_Records to process_.

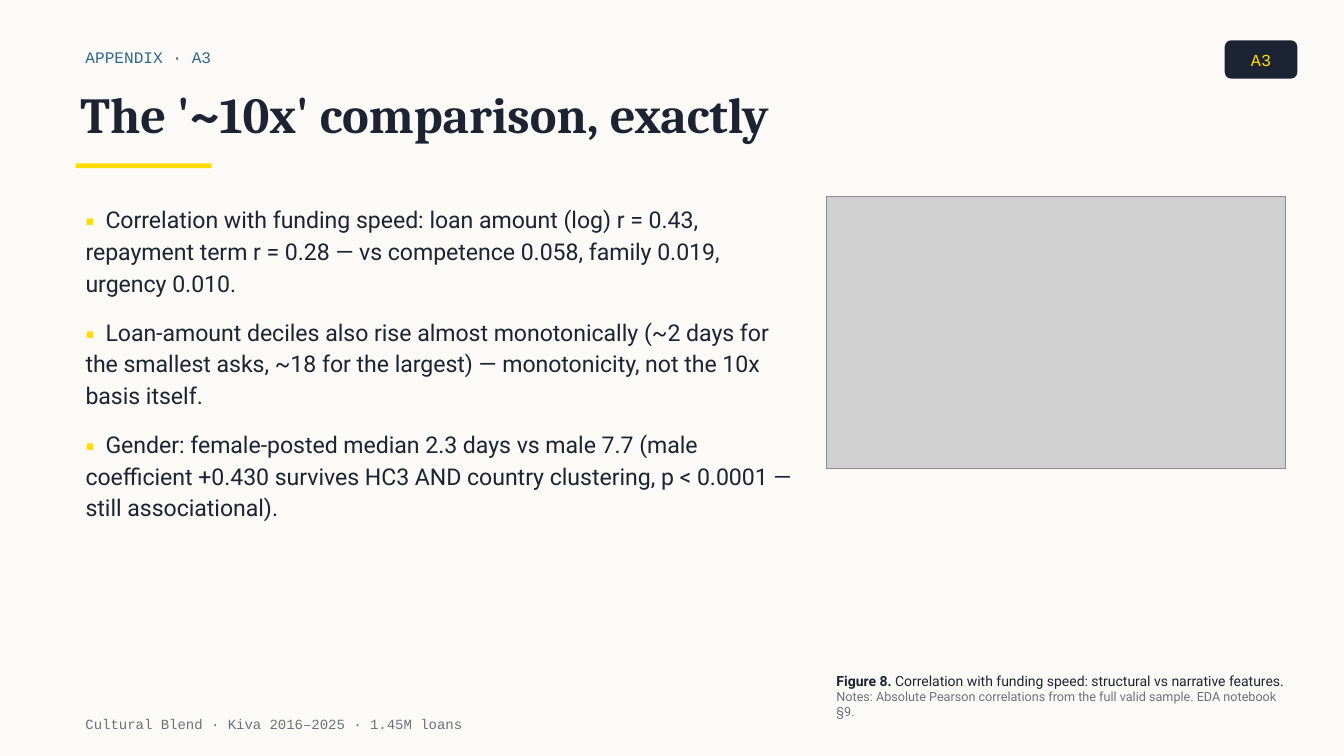
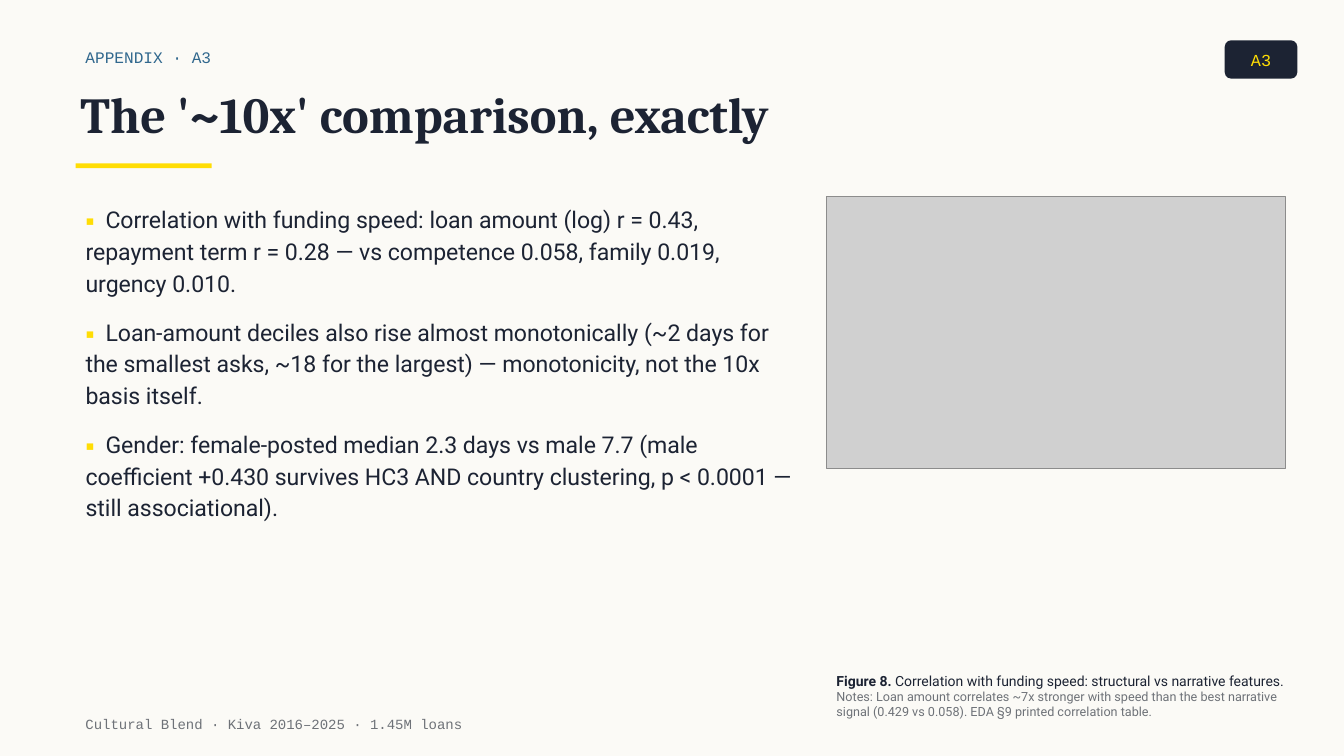
Before and after one commit to tuannm3812/unsw-ma-hackathon-2026, a slide deck: slide 14 of docs/presentation/slides_draft.pptx. Drawn at 1344x756 pixels with LibreOffice and Linux fonts; fonts in the diff are those of the drawing; grey boxes stand for pictures. Boxes give left, top, right and bottom in pixels: in the first picture for what was removed or moved away, otherwise in the second. Text is boxed around its words. In the diff, an @@ line names an element or a change of style, - is before the commit and + after.

```diff
--- a/docs/presentation/slides_draft.pptx
+++ b/docs/presentation/slides_draft.pptx
@@ text at [836,691,1277,719]: text changed @@
-Notes: Absolute Pearson correlations from the full valid sample. EDA notebook §9.
+Notes: Loan amount correlates ~7x stronger with speed than the best narrative signal (0.429 vs 0.058). EDA §9 printed correlation table.
```
Also in this commit, not shown: 7 other slides changed, 1 other file.
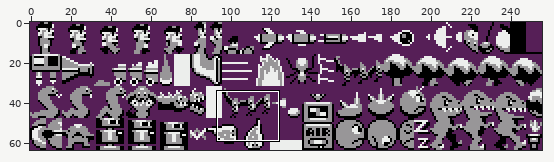
File history of a sprite sheet, gfx/sprites.png. The first picture is a wide view before the edit; the outline marks the close-up.
Close-up. Before the edit:
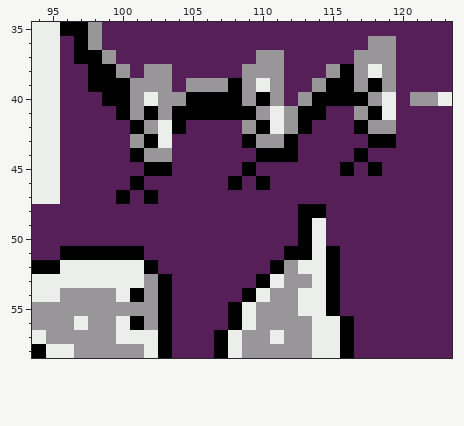
The file is 256x64 pixels. Shown: x 94..123, y 35..58. The commit also changed other parts of the picture, which this record leaves out.
And afterwards:
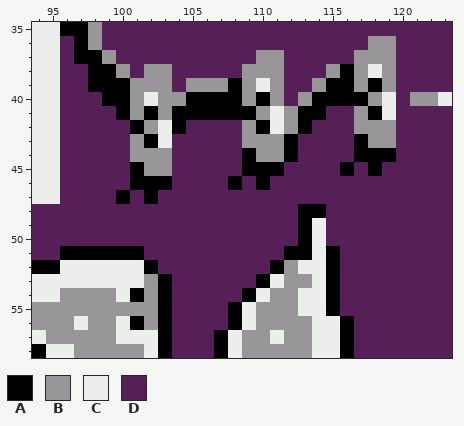
Palette (. is transparent): A #000000  B #989698  C #eceeec  D #561f57
Difference:
Colour D gives way to colour A in row 43 at x 117; in row 44 at x 109 and 118 to 119; in row 45 at x 101 and 110 to 111; in row 46 at x 102 to 103.
Colour A gives way to colour B in row 42 at x 117; in row 43 at x 109 and 118 to 119; in row 44 at x 101 and 110 to 111; in row 45 at x 102 to 103.
Where, in picture pixels (left, top, right, bottom), the same in both close-ups:
changed: (354, 120, 396, 162)
changed: (242, 134, 284, 176)
changed: (130, 148, 172, 190)

_Directions for this task_.
Leaving pictures aside, write out each record above exactly as given.

_Answer for the task_.
Before and after one commit to tuannm3812/unsw-ma-hackathon-2026, a slide deck: slide 14 of docs/presentation/slides_draft.pptx. Drawn at 1344x756 pixels with LibreOffice and Linux fonts; fonts in the diff are those of the drawing; grey boxes stand for pictures. Boxes give left, top, right and bottom in pixels: in the first picture for what was removed or moved away, otherwise in the second. Text is boxed around its words. In the diff, an @@ line names an element or a change of style, - is before the commit and + after.

```diff
--- a/docs/presentation/slides_draft.pptx
+++ b/docs/presentation/slides_draft.pptx
@@ text at [836,691,1277,719]: text changed @@
-Notes: Absolute Pearson correlations from the full valid sample. EDA notebook §9.
+Notes: Loan amount correlates ~7x stronger with speed than the best narrative signal (0.429 vs 0.058). EDA §9 printed correlation table.
```
Also in this commit, not shown: 7 other slides changed, 1 other file.
File history of a sprite sheet, gfx/sprites.png. The first picture is a wide view before the edit; the outline marks the close-up.
Close-up. Before the edit:
The file is 256x64 pixels. Shown: x 94..123, y 35..58. The commit also changed other parts of the picture, which this record leaves out.
And afterwards:
Palette (. is transparent): A #000000  B #989698  C #eceeec  D #561f57
Difference:
Colour D gives way to colour A in row 43 at x 117; in row 44 at x 109 and 118 to 119; in row 45 at x 101 and 110 to 111; in row 46 at x 102 to 103.
Colour A gives way to colour B in row 42 at x 117; in row 43 at x 109 and 118 to 119; in row 44 at x 101 and 110 to 111; in row 45 at x 102 to 103.
Where, in picture pixels (left, top, right, bottom), the same in both close-ups:
changed: (354, 120, 396, 162)
changed: (242, 134, 284, 176)
changed: (130, 148, 172, 190)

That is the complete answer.